If you want the amplitude values in the frequency domain to have a physical meaning, then you multiply the DFT by delta_t (i.e., normalize by Fs). If all you want is a display to look at, then normalizing by Fs doesn't matter because you are mostly interested in relative amplitude changes versus frequency.
Benjamin Shafer
on 4 Aug 2017
Why do you square y with its complex conjugate and not just itself? Shouldn't we multiplying element wise with ".*"?
More Answers (4)
Wayne King
on 20 Mar 2012
Hi Raf, you should do this:
should i multiply power values * frequency then add up the result
BUT you want to multiply by the width in frequency, or your delta f. What is the different in Hz between adjacent DFT bins? You can use diff() on your frequency vector to get that info. Multiplying your power estimates by that delta f and summing the result approximates the integral under the PSD.

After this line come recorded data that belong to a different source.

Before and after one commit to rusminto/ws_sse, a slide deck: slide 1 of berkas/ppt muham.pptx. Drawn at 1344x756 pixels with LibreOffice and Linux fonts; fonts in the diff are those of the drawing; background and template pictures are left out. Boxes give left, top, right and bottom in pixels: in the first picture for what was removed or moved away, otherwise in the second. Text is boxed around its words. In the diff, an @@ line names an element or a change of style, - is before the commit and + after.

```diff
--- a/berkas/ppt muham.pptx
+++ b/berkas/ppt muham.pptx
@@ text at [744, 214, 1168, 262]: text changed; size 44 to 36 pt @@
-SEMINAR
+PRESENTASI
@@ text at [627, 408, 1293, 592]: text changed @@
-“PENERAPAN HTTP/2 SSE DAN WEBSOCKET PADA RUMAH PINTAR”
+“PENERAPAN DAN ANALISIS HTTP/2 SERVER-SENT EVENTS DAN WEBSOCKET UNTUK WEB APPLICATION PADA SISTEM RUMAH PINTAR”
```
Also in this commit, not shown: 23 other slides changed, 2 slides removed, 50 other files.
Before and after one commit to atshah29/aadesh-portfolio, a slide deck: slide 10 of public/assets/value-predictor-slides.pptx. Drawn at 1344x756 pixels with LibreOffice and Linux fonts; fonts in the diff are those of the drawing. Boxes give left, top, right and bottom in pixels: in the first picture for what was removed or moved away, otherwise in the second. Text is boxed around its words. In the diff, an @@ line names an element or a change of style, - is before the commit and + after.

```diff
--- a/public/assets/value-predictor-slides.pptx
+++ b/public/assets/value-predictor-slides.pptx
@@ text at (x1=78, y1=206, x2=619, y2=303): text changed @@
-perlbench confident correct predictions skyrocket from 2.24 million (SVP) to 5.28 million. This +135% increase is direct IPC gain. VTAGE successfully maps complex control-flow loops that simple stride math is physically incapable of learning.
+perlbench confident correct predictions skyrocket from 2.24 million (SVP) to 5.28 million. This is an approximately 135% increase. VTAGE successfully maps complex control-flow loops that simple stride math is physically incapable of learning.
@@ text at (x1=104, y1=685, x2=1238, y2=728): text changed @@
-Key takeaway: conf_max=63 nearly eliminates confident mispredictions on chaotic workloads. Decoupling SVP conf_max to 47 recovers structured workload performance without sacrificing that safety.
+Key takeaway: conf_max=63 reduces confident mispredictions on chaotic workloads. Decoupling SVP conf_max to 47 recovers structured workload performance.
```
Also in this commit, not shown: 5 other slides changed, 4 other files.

I don't know how long this vector is in samples (250 msec), but you can check yourself by just using the avgpower method on a single 250 msec sample
x = randn(1e3,1);
psdestx = psd(spectrum.periodogram,x,'Fs',1,'NFFT',length(x));
% power in frequency interval 1/4 to 1/2
pwr = avgpower(psdestx,[1/4 1/2]);
It's probably more meaningful to take the frequency interval width into account as you suggest in your second option.
For example:
t = 0:0.001:1-0.001;
x = 2*cos(2*pi*100*t);
psdestx = psd(spectrum.periodogram,x,'Fs',1e3,'NFFT',length(x));
pwr = avgpower(psdestx);
Answer is 4/2 as you would expect, now just look in the range around 100 Hz.
pwr = avgpower(psdestx,[95 105])
Still 2, because all the power is there!
2 Comments
Dr. Seis
on 20 Mar 2012
But that is average power... the energy in a cosine wave is dependent on how long the cosine wave signal is. The energy (in the time domain) is equal to the integral of the amplitudes squared... therefore the energy in your signal will increase more and more as you make your "t" longer and longer. That means that the frequency domain amplitude at 100Hz (in your example) gets bigger and bigger... remember Parseval's theorem!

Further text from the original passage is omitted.